At the time of theophylline peak popularity, drug companies were keen to look for potential best-seller modifications of the xanthines for treating  hypertension which affects close to half (~116 million) of the adult population in the US alone. Another potential application was for treating angina, the pain arising from heart muscle oxygen starvation due to blockage of the coronary vasculature.

Whenever a new molecule is proposed for clinical use, drug regulators require extensive pre-cinical and clinical testing to inform on its efficacy and safeyy on the target patients but usually on healthy volunteers first to establish how the drug is absorbed, its dosing, and its initial safety. It was during the early volunteer and clinical studies of sildenafil for the treatment of angina that reports of erections in males were reported as a side-effect. Some say that a diligent nurse noticed the side-effect while monitoring male subjects in one of the trials, others that the young men wanted to hold on to the pills at the end of the studies. In any case, a large scale well-controlled study subsequently showed beyond doubt that the drug worked in men with erectile dysfunction.
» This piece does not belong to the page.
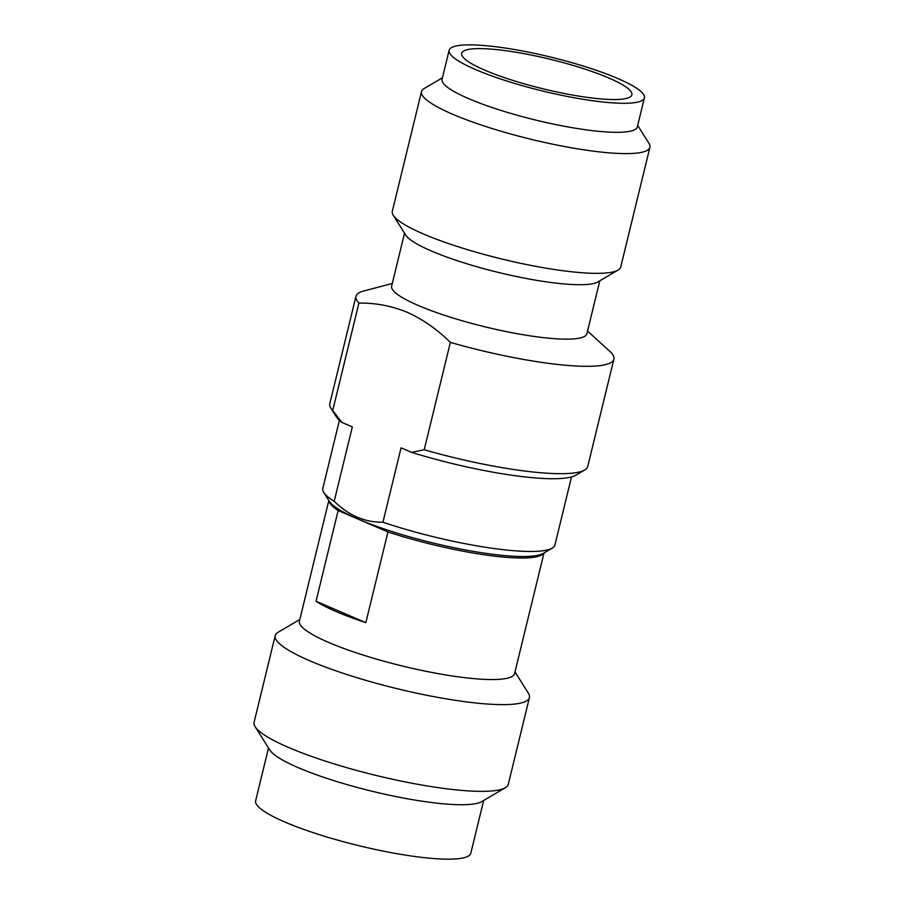 <?xml version="1.0" encoding="UTF-8"?>
<svg xmlns="http://www.w3.org/2000/svg" width="904" height="904" viewBox="0 0 904 904"><rect width="100%" height="100%" fill="white"/><g stroke="black" fill="none" stroke-linecap="round" stroke-linejoin="round"><path stroke-width="1.36" d="M421.501 91.586L392.313 211.333A117.554 20.396 13.7 0 0 393.24 215.254A117.554 20.396 13.7 0 0 468.543 249.99A117.554 20.396 13.7 0 0 585.159 272.952A117.554 20.396 13.7 0 0 618.099 270.07A117.554 20.396 13.7 0 0 620.732 267.019L649.919 147.273A117.554 20.396 -166.3 0 1 614.358 153.217A117.554 20.396 -166.3 0 1 452.746 114.277A117.554 20.396 -166.3 0 1 421.501 91.586A117.554 20.396 -166.3 0 1 424.134 88.535L442.418 77.8M637.693 125.396L648.993 143.352A117.554 20.396 -166.3 0 1 649.919 147.273M644.405 97.881L637.32 126.91A100.491 17.436 -166.3 0 1 606.923 131.984A100.491 17.436 -166.3 0 1 468.769 98.694A100.491 17.436 -166.3 0 1 442.056 79.303L449.13 50.274A100.491 17.436 -166.3 0 1 479.538 45.2A100.491 17.436 -166.3 0 1 617.692 78.478A100.491 17.436 -166.3 0 1 644.405 97.881A100.491 17.436 -166.3 0 1 613.997 102.954A100.491 17.436 -166.3 0 1 506.274 80.84A100.491 17.436 -166.3 0 1 449.13 50.274M393.24 215.254L405.704 235.051A100.491 17.436 13.7 0 0 470.069 264.748A100.491 17.436 13.7 0 0 569.769 284.376A100.491 17.436 13.7 0 0 597.917 281.912L618.099 270.07M404.54 233.198L391.635 286.127A100.491 17.436 13.7 0 0 418.349 305.518A100.491 17.436 13.7 0 0 556.502 338.808A100.491 17.436 13.7 0 0 586.911 333.723L599.804 280.805M392.279 283.483L363.792 290.975A132.73 23.018 13.7 0 0 355.984 296.297A132.73 23.018 13.7 0 0 358.911 303.1C375.431 302.829 391.534 305.891 407.195 312.264C422.733 319.27 437.118 329.316 450.373 342.39A132.73 23.018 13.7 0 0 573.724 365.871A132.73 23.018 13.7 0 0 613.884 359.171A132.73 23.018 13.7 0 0 610.957 352.368L587.555 331.079M488.16 48.906A87.598 15.198 -166.3 0 1 608.595 77.913A87.598 15.198 -166.3 0 1 631.873 94.818A87.598 15.198 -166.3 0 1 605.364 99.248A87.598 15.198 -166.3 0 1 511.472 79.97A87.598 15.198 -166.3 0 1 461.661 53.325A87.598 15.198 -166.3 0 1 488.16 48.906M450.373 342.39L424.202 449.763L411.58 452.362L401.06 447.842L382.934 522.229C364.9 522.433 348.661 515.449 334.197 501.291A119.452 20.724 -166.3 0 1 323.745 492.443L329.293 501.245A111.87 19.402 13.7 0 0 400.947 534.298A111.87 19.402 13.7 0 0 511.924 556.152A111.87 19.402 13.7 0 0 543.27 553.406L552.231 548.14A119.452 20.724 13.7 0 0 554.909 545.044L571.509 476.939M382.934 522.229A119.452 20.724 -166.3 0 0 518.772 551.078A119.452 20.724 13.7 0 0 552.231 548.14M328.83 500.522L299.427 621.15A110.729 19.21 13.7 0 0 328.864 642.518A110.729 19.21 13.7 0 0 481.086 679.186A110.729 19.21 13.7 0 0 514.591 673.593L543.993 552.977M328.988 500.759A110.729 19.21 13.7 0 0 338.141 510.545L387.952 531.947A110.729 19.21 13.7 0 0 510.715 557.644A110.729 19.21 13.7 0 0 543.756 553.112M299.834 619.489L278.149 632.224A130.831 22.69 13.7 0 0 275.212 635.614A130.831 22.69 13.7 0 0 309.993 660.869A130.831 22.69 13.7 0 0 489.844 704.193A130.831 22.69 13.7 0 0 529.428 697.594A130.831 22.69 13.7 0 0 528.388 693.221L514.997 671.943M275.212 635.614L254.08 722.341A130.831 22.69 13.7 0 0 255.12 726.703A130.831 22.69 13.7 0 0 338.921 765.36A130.831 22.69 13.7 0 0 468.701 790.921A130.831 22.69 13.7 0 0 505.359 787.712A130.831 22.69 13.7 0 0 508.297 784.31L529.428 697.594M255.12 726.703L269.799 750.026A110.729 19.21 13.7 0 0 340.718 782.74A110.729 19.21 13.7 0 0 450.576 804.368A110.729 19.21 13.7 0 0 481.595 801.656L505.359 787.712M268.511 747.981L255.651 800.752A110.729 19.21 13.7 0 0 318.615 834.426A110.729 19.21 13.7 0 0 437.31 858.8A110.729 19.21 13.7 0 0 470.814 853.206L483.674 800.435M355.984 296.297L329.802 403.67A132.73 23.018 13.7 0 0 330.864 408.099L336.401 416.902A125.147 21.707 13.7 0 0 341.825 422.394L332.728 410.472L358.911 303.1M341.825 422.394L352.334 426.914L334.197 501.291M330.864 408.099A132.73 23.018 13.7 0 0 332.728 410.472M424.202 449.763A132.73 23.018 13.7 0 0 584.73 469.99A132.73 23.018 13.7 0 0 587.713 466.543L613.884 359.171M323.745 492.443A119.452 20.724 -166.3 0 1 322.796 488.454L339.395 420.36M411.58 452.362A125.147 21.707 13.7 0 0 575.769 475.255L584.73 469.99M387.952 531.947L365.837 622.653L316.027 601.262L338.141 510.545M365.837 622.653A110.729 19.21 -166.3 0 1 316.027 601.262"/></g></svg>

Viagra (sildenafil) made history when it was licensed in the US 25 years ago as an oral therapy for male erectile dysfunction. By the end of the first year, the pills had, in the terminology of pharmaceutical marketeers become a blockbuster drug, earning Pfizer, the company we more recently associate with the COVID-19 messenger RNA vaccine, more that $1 billion. Over 3.3 million prescriptions at a cost of £ 5.7m were issued for sildenafil for erectile dysfunction in 2022/23 in England alone.

As a testimony of its efficacy, and evidence of the poor performance of alternative plant remedies for male erectile dysfunction, sildenafil is one of the commonest undeclared ingredients in herbal or health remedies, otherwise inactive, promoted as sex potency supplements. The US Food and Drug Administration often announces recalls of such supplements sureptitiously laced with sildenafil. One of the latest (6 Sept 2023) was a capsule ‘WEFUN’ sold as a supplement to ‘Maximise Your Potential’ with ‘Confidence and Energy’.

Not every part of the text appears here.